2021#03 Readings
4 minutes read | 803 words by Ruben BerenguelThis is also a video-heavy edition, I keep chugging along my watch list with Glancer
I have also created a small video of how GuillotineJS works (below). I created another one for Guillotine, but it didn’t look as good (yeah).
📯 Down memory lane: the Hive paper
I have summarised the original (Apache) Hive paper. It is a very readable paper, and the summary is short. Of course I recommend you give it a look 😉.
🍿 Using Super Glue and Baking Soda to Repair a Plastic Switch Plunger
Worth knowing for repairing stuff that breaks.
🍿 Airflow 2.0
I don’t care that much about the HA scheduler (we only schedule batch, Airflow down would be a critical issue… that anyone in infrastructure/devops can fix in 15 minutes) but smart sensors and a better way to do xcom seem a godsent. Also, a better REST API makes it easier to trigger DAGs from DAGs (which can be better than subdags for certain operations, like cleanups, or vacuums).
🍿On Improving Broadcast Joins in Apache Spark SQL
I wasn’t aware broadcasted joins passed through the driver (it makes sense on hindsight). Recently I had to un-broadcast what used to be an easy “map side join” due to it growing until it passed 1GB, where the payoff of broadcast does not seem to compensate network transfer cost. AQE shoudl help in this case though, and the ideas here are interesting to see implemented.
🍿Pandas UDF and Python Type Hint in Apache Spark 3.0
The use of type hints is a massive usability improvement from Spark 2.4. This talk is an excellent walkthrough over the different types that can be used.
🍿 Poetic Computation
These are a set of inspiring ideas on generative art. This year’s Github Universe has had a really excellent Play track.
An overview of end-to-end entity resolution for big data
Interesting. Technically I implemented entity resolution for our mapping system, although in our case it is fully deterministic (same cookie -> same user). It’s basically a very large (incremental) connected component computation in Spark. Our graph has 3 billion nodes!
🍿 GeoShred Tutorial
I have said many times I suck at music but love making sounds. I recently got this iOS app (it is more or less a physical simulator for real instruments) and it is pretty impressive. Here’s a sample of play (not mine of course). The tutorial is a great showcase of features and guitar modelling.

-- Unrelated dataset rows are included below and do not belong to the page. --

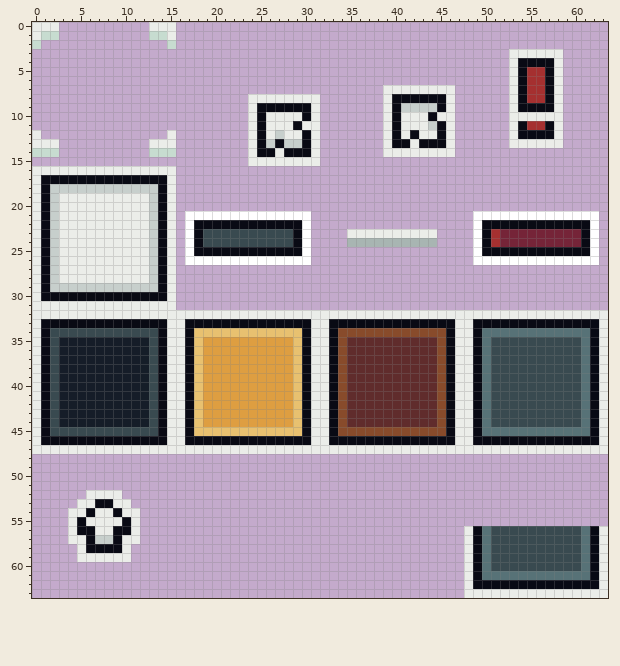
Two versions of one pixel-art file, Assets/Sprites/UI.aseprite. Above: the version before the commit.
64x64 pixels, 1 frame.
New version:
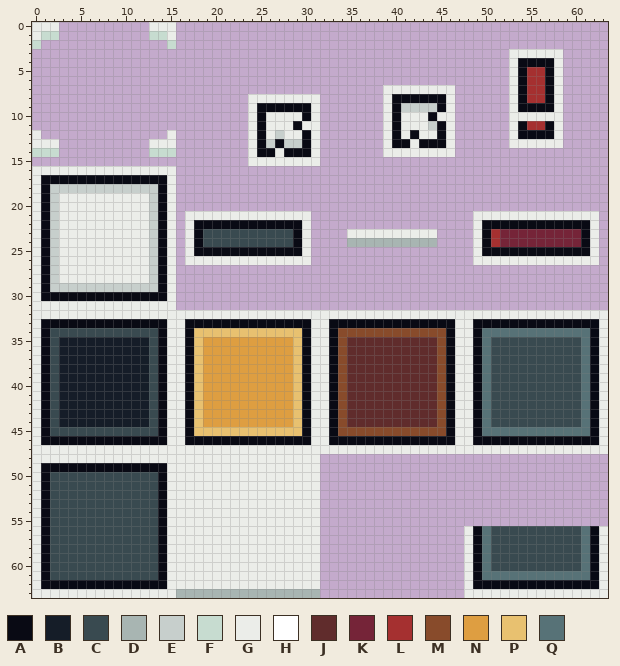
Palette (. is transparent): A #090a14  B #151d28  C #394a50  D #a8b5b2  E #c7cfcc  F #c7dcd0  G #ebede9  H #ffffff  J #602c2c  K #752438  L #a53030  M #884b2b  N #de9e41  P #e8c170  Q #577277
What changed:
Changed rows in their new state; - is an unchanged pixel.
first column x 17:
21 GGGGGGGGGGGGGG------------------GGGGGGGGGGGGGG
22 G------------G------------------G------------G
23 G------------G------------------G------------G
24 G------------G------------------G------------G
25 G------------G------------------G------------G
26 GGGGGGGGGGGGGG------------------GGGGGGGGGGGGGG
first column x 0:
48 GGGGGGGGGGGGGGGGGGGGGGGGGGGGGGGG
49 GAAAAAAAAAAAAAAGGGGGGGGGGGGGGGGG
50 GACCCCCCCCCCCCAGGGGGGGGGGGGGGGGG
51 GACCCCCCCCCCCCAGGGGGGGGGGGGGGGGG
52 GACCCCCCCCCCCCAGGGGGGGGGGGGGGGGG
53 GACCCCCCCCCCCCAGGGGGGGGGGGGGGGGG
54 GACCCCCCCCCCCCAGGGGGGGGGGGGGGGGG
55 GACCCCCCCCCCCCAGGGGGGGGGGGGGGGGG
56 GACCCCCCCCCCCCAGGGGGGGGGGGGGGGGG
57 GACCCCCCCCCCCCAGGGGGGGGGGGGGGGGG
58 GACCCCCCCCCCCCAGGGGGGGGGGGGGGGGG
59 GACCCCCCCCCCCCAGGGGGGGGGGGGGGGGG
60 GACCCCCCCCCCCCAGGGGGGGGGGGGGGGGG
61 GACCCCCCCCCCCCAGGGGGGGGGGGGGGGGG
62 GAAAAAAAAAAAAAAGGGGGGGGGGGGGGGGG
63 GGGGGGGGGGGGGGGGDDDDDDDDDDDDDDDD
Where, in picture pixels (left, top, right, bottom), the same in both pictures:
changed: (185, 211, 311, 265)
changed: (473, 211, 599, 265)
changed: (32, 454, 320, 598)

Ditherpunk — The article I wish I had about monochrome image dithering
This is a fascinating rabbit hole on dithering algorithms, inspired by the relatively famous game Return of the Obra Dinn, by Lucas Pope (of Papers, Please fame). I have checked a bit of references about dithering for tweaking images for my 7-color eInk display, and this was the icong on top.
Metaballs and Marching Squares
This is a brilliant reference for marching squares (which is like marching cubes but in 2D), and it can be used for metaballs, to boot. When I find the time I will use it to speed up Blot/Painting.

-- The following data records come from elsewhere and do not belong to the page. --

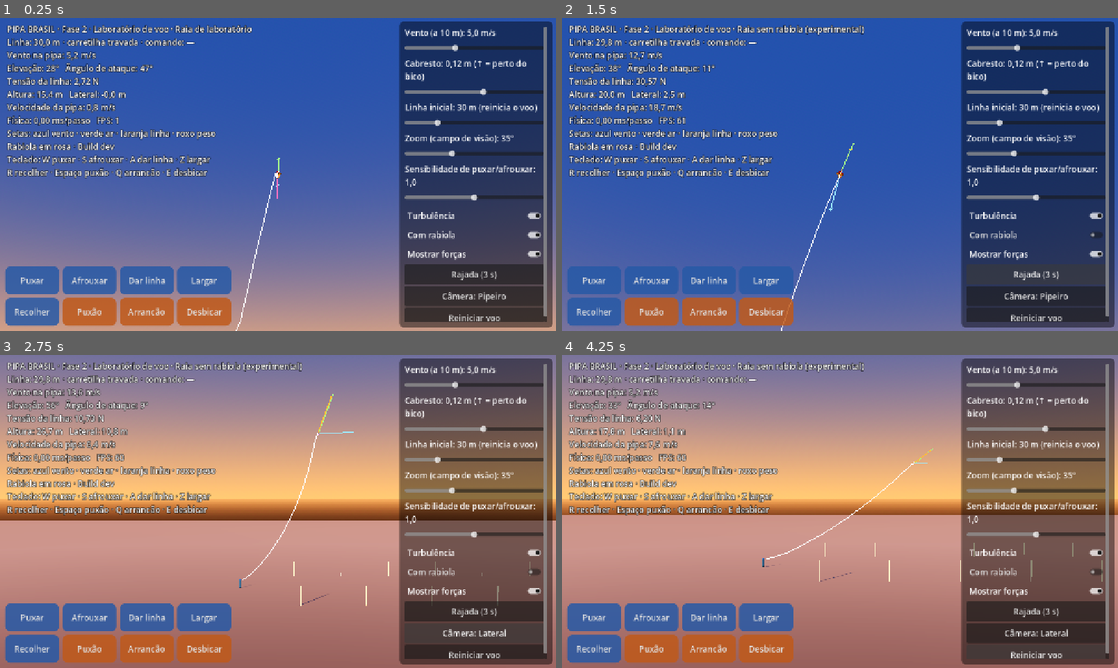
Above: before the commit, frames 1-4 (two rows, left to right).
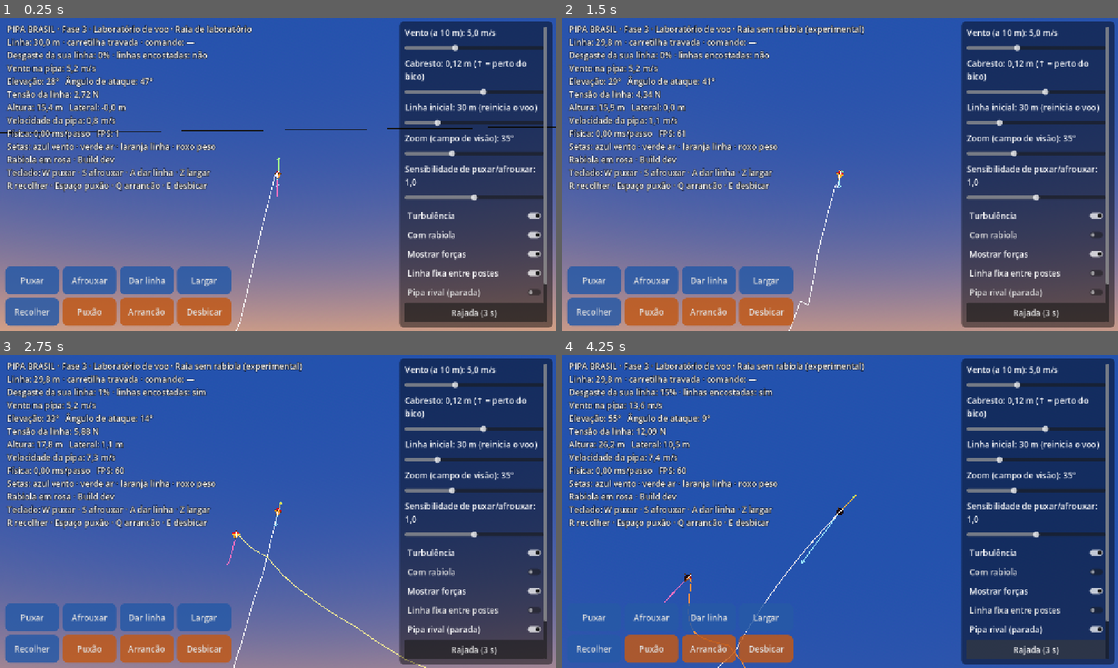
Above: after the commit, the same moments.

Repository: lucaskaeller201-ui/Pipa-Brasil
Game: Godot game, scene res://scenes/main/main.tscn
Two runs of this game, one before a commit and one after it. Both use one fixed random seed, a clock stepped at 60 frames per second and the inputs below.
Inputs (mouse positions are in pixels of both pictures, inside the frame that each line leads up to):
- Up to frame 1 (0.25 s): no input
- Up to frame 2 (1.5 s): click "Com rabiola" at 0.5 s; click (1034, 274) at 1.25 s, where only the run after the commit has a clickable "Linha fixa entre postes"
- Up to frame 3 (2.75 s): click (472, 630) at 2 s, where only the run after the commit has a clickable "Pipa rival (parada)"
- Up to frame 4 (4.25 s): click (1034, 655) at 2.75 s, where only the run before the commit has a clickable "Reiniciar voo"; click (1034, 655) at 3.5 s, where only the run before the commit has a clickable "Reiniciar voo"

The runs differ from the first frame. In frame 1, 9.5% of the frame differs, in the area x 0-100%, y 3-99%; in frame 2, 35%; in frame 3, 89%; in frame 4, 91%, in the area x 0-100%, y 0-100%.

Commit message:
Fase 3: laboratório com linha fixa, pipa rival e linha em fita; documentação
Co-Authored-By: Claude Opus 5.5 <noreply@anthropic.com>
Claude-Session: https://claude.ai/code/session_01VcBVPpGPHbKMkWY2F5CwiY

Diff:
--- a/game/lab/lab_voo.gd
+++ b/game/lab/lab_voo.gd
@@ -1,10 +1,12 @@
 extends Node3D
-## Laboratório de voo (Fases 1 e 2).
+## Laboratório de voo (Fases 1 a 3).
 ##
 ## Mostra a física funcionando: vento, pipa, linha, rabiola, mão do pipeiro e
 ## carretilha, com setas das forças e números ao vivo. Os comandos do pipeiro
 ## (botões na tela ou teclado) mexem a mão e a carretilha; a pipa responde só
-## pela física.
+## pela física. Opcionalmente há uma linha fixa entre postes e uma pipa rival
+## parada, para treinar o contato entre linhas (a linha fica vermelha com o
+## desgaste e pode romper).
 
 const BuildInfo := preload("res://game/main/build_info.gd")
 const Ambiente := preload("res://game/world/ambiente.gd")
@@ -31,6 +33,11 @@
 }
 const TECLAS_IMPULSO := {KEY_SPACE: Pilot.Impulse.PUXAO, KEY_Q: Pilot.Impulse.ARRANCAO, KEY_E: Pilot.Impulse.DESBICAR}
 
+var _linha_fixa := true
+var _rival := false
+var _mensagem := ""
+var _mensagem_ate := 0.0
+
 var _vento := VENTO_PADRAO
 var _comprimento_linha := 30.0
 var _turbulencia := true
@@ -39,6 +46,9 @@
 var _custo_ms := 0.0
 
 var _pipa: Node3D
+var _pipa_rival: Node3D
+var _pipeiro_rival: Node3D
+var _postes: Node3D
 var _linhas: MeshInstance3D
 var _forcas: MeshInstance3D
 var _camera: Camera3D
@@ -59,6 +69,13 @@
 	_pipa = KiteView.new()
 	_pipa.name = "Pipa"
 	add_child(_pipa)
+	_pipa_rival = KiteView.new()
+	_pipa_rival.name = "PipaRival"
+	add_child(_pipa_rival)
+	_pipeiro_rival = _criar_boneco("PipeiroRival", Color(0.70, 0.20, 0.20))
+	_postes = Node3D.new()
+	_postes.name = "Postes"
+	add_child(_postes)
 	_linhas = LinesView.new()
 	_linhas.name = "Linhas"
 	add_child(_linhas)
@@ -87,6 +104,23 @@
 	world = SimWorld.create_flight(WindField.new(_vento, TURBULENCIA if _turbulencia else 0.0, 1),
 		definicao, _comprimento_linha, 30.0, 0.0, 4, true, pre_tensao)
 	_pipa.call("construir", definicao)
+	# Linha fixa atravessada no vento, a 1/3 da linha: a linha da pipa sobe e
+	# encosta nela por baixo.
+	for filho in _postes.get_children():
+		filho.queue_free()
+	if _linha_fixa:
+		var z := -_comprimento_linha / 3.0
+		var y := 1.2 + 0.83 * _comprimento_linha / 3.0
+		world.add_fixed_line(Vector3(-15.0, y, z), Vector3(15.0, y, z))
+		for x in [-15.0, 15.0]:
+			_postes.add_child(_criar_poste(Vector3(x, 0.0, z), y))
+	_pipa_rival.visible = _rival
+	_pipeiro_rival.visible = _rival
+	if _rival:
+		world.add_flyer(_def_com_rabiola, Vector3(6.0, 0.0, 0.0), _comprimento_linha, 30.0, -18.0, true)
+		_pipa_rival.call("construir", _def_com_rabiola)
+		_pipeiro_rival.position = Vector3(6.0, 0.8, 0.25)
+	_mensagem = ""
 	_atualizar_visual()
 
 
@@ -134,6 +168,12 @@
 
 
 func _process(_delta: float) -> void:
+	for e in world.combat.take_events():
+		if e["type"] == "ruptura":
+			_mensagem = "A SUA LINHA ROMPEU! Pipa avoada." if e["flyer"] == 0 else "A linha do rival rompeu!"
+		else:
+			_mensagem = "A linha fixa rompeu."
+		_mensagem_ate = Time.get_ticks_msec() / 1000.0 + 5.0
 	_atualizar_visual()
 	_atualizar_camera()
 	_info.text = texto_info()
@@ -141,11 +181,22 @@
 
 func _atualizar_visual() -> void:
 	_pipa.call("atualizar", world.kite)
-
+	if _rival and world.flyers.size() > 1:
+		_pipa_rival.call("atualizar", (world.flyers[1] as Flyer).kite)
+
+	_linhas.set("camera_position", _camera.global_position)
+	_linhas.set("min_width_per_meter", 2.0 * 2.0 * tan(deg_to_rad(_camera.fov * 0.5)) / maxf(1.0, get_viewport().get_visible_rect().size.y))
 	_linhas.call("limpar")
-	_linhas.call("desenhar_cadeia", world.line.pos, Color(0.97, 0.97, 0.97))
-	if world.tail != null:
-		_linhas.call("desenhar_cadeia", world.tail.pos, Color(1.0, 0.30, 0.60))
+	for f in world.flyers:
+		var fl: Flyer = f
+		var base := Color(0.97, 0.97, 0.97) if fl.id == 0 else Color(1.0, 0.85, 0.35)
+		for c in [fl.line, fl.trailing_line]:
+			if c != null:
+				_linhas.call("desenhar_cadeia", (c as ParticleChain).pos, _cor_desgaste(c, base))
+		if fl.tail != null:
+			_linhas.call("desenhar_cadeia", fl.tail.pos, Color(1.0, 0.30, 0.60), 0.02)
+	for c in world.loose_chains:
+		_linhas.call("desenhar_cadeia", (c as ParticleChain).pos, _cor_desgaste(c, Color(0.15, 0.15, 0.15)))
 
 	_forcas.call("limpar")
 	if _mostrar_forcas:
@@ -158,6 +209,11 @@
 		]
 		var cores := [Color(0.3, 0.8, 1.0), Color(0.2, 0.95, 0.3), Color(1.0, 0.55, 0.1), Color(0.75, 0.4, 1.0)]
 		_forcas.call("desenhar_setas", setas, cores)
+
+
+## A linha vai ficando vermelha conforme o ponto mais gasto se aproxima da ruptura.
+func _cor_desgaste(c: ParticleChain, base: Color) -> Color:
+	return base.lerp(Color(1.0, 0.1, 0.05), clampf(c.max_wear() / c.strength, 0.0, 1.0))
 
 
 func _atualizar_camera() -> void:
@@ -187,9 +243,12 @@
 		carretilha = "soltando"
 	elif world.input.reel_in:
 		carretilha = "enrolando"
+	var meu: Flyer = world.flyers[0]
+	var desgaste := meu.line.max_wear() / meu.line.strength * 100.0 if not meu.cut else 100.0
 	var linhas := PackedStringArray([
-		"PIPA BRASIL · Fase 2 · Laboratório de voo · %s" % definicao.model_name,
+		"PIPA BRASIL · Fase 3 · Laboratório de voo · %s" % definicao.model_name,
 		"Linha: %s m · carretilha %s · comando: %s" % [_num(world.line_length(), 1), carretilha, _ultimo_comando],
+		"Desgaste da sua linha: %d%% · linhas encostadas: %s" % [roundi(desgaste), "sim" if world.combat.contacts_last_step > 0 else "não"],
 		"Vento na pipa: %s m/s" % _num(k.last_wind.length(), 1),
 		"Elevação: %d°   Ângulo de ataque: %d°" % [roundi(world.elevation_deg()), roundi(k.last_aoa_deg)],
 		"Tensão da linha: %s N" % _num(world.tension, 2),
@@ -199,6 +258,8 @@
 		"Setas: azul vento · verde ar · laranja linha · roxo peso",
 		"Rabiola em rosa · Build %s" % BuildInfo.COMMIT,
 	])
+	if not _mensagem.is_empty() and Time.get_ticks_msec() / 1000.0 < _mensagem_ate:
+		linhas.insert(1, ">>> %s <<<" % _mensagem)
 	if not OS.has_feature("mobile"):
 		linhas.append("Teclado: W puxar · S afrouxar · A dar linha · Z largar")
 		linhas.append("R recolher · Espaço puxão · Q arrancão · E desbicar")
@@ -215,17 +276,36 @@
 
 func _criar_pipeiro() -> void:
 	# Marcador simples do pipeiro (o personagem de verdade vem na Fase 7).
+	var corpo := _criar_boneco("Pipeiro", Color(0.15, 0.35, 0.65))
+	corpo.position = Vector3(0.0, 0.8, 0.25)
+
+
+func _criar_boneco(nome: String, cor: Color) -> MeshInstance3D:
 	var corpo := MeshInstance3D.new()
-	corpo.name = "Pipeiro"
+	corpo.name = nome
 	var capsula := CapsuleMesh.new()
 	capsula.radius = 0.22
 	capsula.height = 1.6
 	corpo.mesh = capsula
 	var material := StandardMaterial3D.new()
-	material.albedo_color = Color(0.15, 0.35, 0.65)
+	material.albedo_color = cor
 	corpo.material_override = material
-	corpo.position = Vector3(0.0, 0.8, 0.25)
 	add_child(corpo)
+	return corpo
+
+
+func _criar_poste(base: Vector3, altura: float) -> MeshInstance3D:
+	var poste := MeshInstance3D.new()
+	var malha := CylinderMesh.new()
+	malha.top_radius = 0.1
+	malha.bottom_radius = 0.14
+	malha.height = altura
+	poste.mesh = malha
+	var material := StandardMaterial3D.new()
+	material.albedo_color = Color(0.55, 0.55, 0.52)
+	poste.material_override = material
+	poste.position = base + Vector3(0.0, altura * 0.5, 0.0)
+	return poste
 
 
 func _criar_interface() -> void:
@@ -277,6 +357,8 @@
 	_toggle(caixa, "Turbulência", _turbulencia, _ao_mudar_turbulencia)
 	_toggle(caixa, "Com rabiola", true, _ao_mudar_rabiola)
 	_toggle(caixa, "Mostrar forças", _mostrar_forcas, _ao_mudar_forcas)
+	_toggle(caixa, "Linha fixa entre postes", _linha_fixa, _ao_mudar_linha_fixa)
+	_toggle(caixa, "Pipa rival (parada)", _rival, _ao_mudar_rival)
 	_botao(caixa, "Rajada (3 s)", _ao_tocar_rajada)
 	_botao_camera = _botao(caixa, "Câmera: %s" % CAMERAS[_camera_modo], _ao_tocar_camera)
 	_botao(caixa, "Reiniciar voo", reiniciar)
@@ -356,6 +438,16 @@
 	reiniciar()
 
 
+func _ao_mudar_linha_fixa(ligado: bool) -> void:
+	_linha_fixa = ligado
+	reiniciar()
+
+
+func _ao_mudar_rival(ligado: bool) -> void:
+	_rival = ligado
+	reiniciar()
+
+
 func _ao_mudar_sensibilidade(v: float) -> void:
 	_sensibilidade = v
 
--- a/game/views/lines_view.gd
+++ b/game/views/lines_view.gd
@@ -1,10 +1,15 @@
 extends MeshInstance3D
 ## Desenha cadeias de pontos (linha, rabiola) e setas de força com ImmediateMesh.
-## Versão de laboratório: linhas de 1 pixel. A linha bonita (fita com largura
-## mínima na tela) vem na Fase 3.
+## As cadeias são desenhadas como fitas viradas para a câmera, com uma largura
+## mínima na tela: uma linha de 0,6 mm a 50 m continua visível (D-017).
 
 var _im := ImmediateMesh.new()
 var _material := StandardMaterial3D.new()
+
+## Posição da câmera e largura mínima (m de largura por m de distância).
+## Atualizadas pelo laboratório a cada quadro.
+var camera_position := Vector3.ZERO
+var min_width_per_meter := 0.002
 
 
 func _init() -> void:
@@ -12,6 +17,7 @@
 	_material.shading_mode = BaseMaterial3D.SHADING_MODE_UNSHADED
 	_material.vertex_color_use_as_albedo = true
 	_material.no_depth_test = false
+	_material.cull_mode = BaseMaterial3D.CULL_DISABLED
 	cast_shadow = GeometryInstance3D.SHADOW_CASTING_SETTING_OFF
 
 
@@ -19,14 +25,37 @@
 	_im.clear_surfaces()
 
 
-func desenhar_cadeia(pontos: PackedVector3Array, cor: Color) -> void:
+## Desenha a cadeia como fita. `largura` é a largura real (m); a fita nunca fica
+## mais fina que `min_width_per_meter` × distância até a câmera.
+func desenhar_cadeia(pontos: PackedVector3Array, cor: Color, largura := 0.0006) -> void:
 	if pontos.size() < 2:
 		return
-	_im.surface_begin(Mesh.PRIMITIVE_LINE_STRIP, _material)
+	_im.surface_begin(Mesh.PRIMITIVE_TRIANGLES, _material)
 	_im.surface_set_color(cor)
-	for p in pontos:
-		_im.surface_add_vertex(p)
+	for i in pontos.size() - 1:
+		var a := pontos[i]
+		var b := pontos[i + 1]
+		var dir := b - a
+		if dir.length_squared() < 1e-10:
+			continue
+		var la := _lado(a, dir, largura)
+		var lb := _lado(b, dir, largura)
+		_im.surface_add_vertex(a - la)
+		_im.surface_add_vertex(a + la)
+		_im.surface_add_vertex(b + lb)
+		_im.surface_add_vertex(a - la)
+		_im.surface_add_vertex(b + lb)
+		_im.surface_add_vertex(b - lb)
 	_im.surface_end()
+
+
+func _lado(p: Vector3, dir: Vector3, largura: float) -> Vector3:
+	var para_camera := camera_position - p
+	var lado := dir.cross(para_camera)
+	if lado.length_squared() < 1e-10:
+		lado = dir.cross(Vector3.UP)
+	var meia := 0.5 * maxf(largura, min_width_per_meter * para_camera.length())
+	return lado.normalized() * meia
 
 
 ## Desenha várias setas (origem, vetor) numa única superfície.
--- a/project.godot
+++ b/project.godot
@@ -7,7 +7,7 @@
 
 config/name="PIPA BRASIL"
 config/description="Simulador brasileiro de pipas em 3D"
-config/version="0.2.0"
+config/version="0.3.0"
 run/main_scene="res://scenes/main/main.tscn"
 config/features=PackedStringArray("4.7", "Mobile")
 config/icon="res://icon.svg"
Not shown, changed: export_presets.cfg
Not shown, changed: docs/changelog.md
Not shown, changed: docs/decisoes.md
Not shown, changed: docs/progresso.md

Smooth Voxel Terrain (Part 2)
A marching cubes one.
New Yorkers Can Now Legally Nunchuck
So, New Yorkers could not own nunchucks until now… Well, have a look at Bruce Lee playing table tennis with nunchucks just in case.
Feature Store
I’m not sure I get the feature store craze. Most examples I have heard are glorified databases. After some comments from Uwe Korn, I think the idea of feature store would make sense if it was a store for functions or lambdas: you would define the extraction of the feature from the dataset and then you serve the feature against the target dataset.
The Geometric Landscapes of Lorenz Stoer (1567)
They look pretty good as an iPhone background. They are also pretty cool-looking on their own.
Permutate parsers, don’t validate
You won’t go to bed without learning something new about parser combinators. This will come in handy for a parser I have (a project I may post in February or March).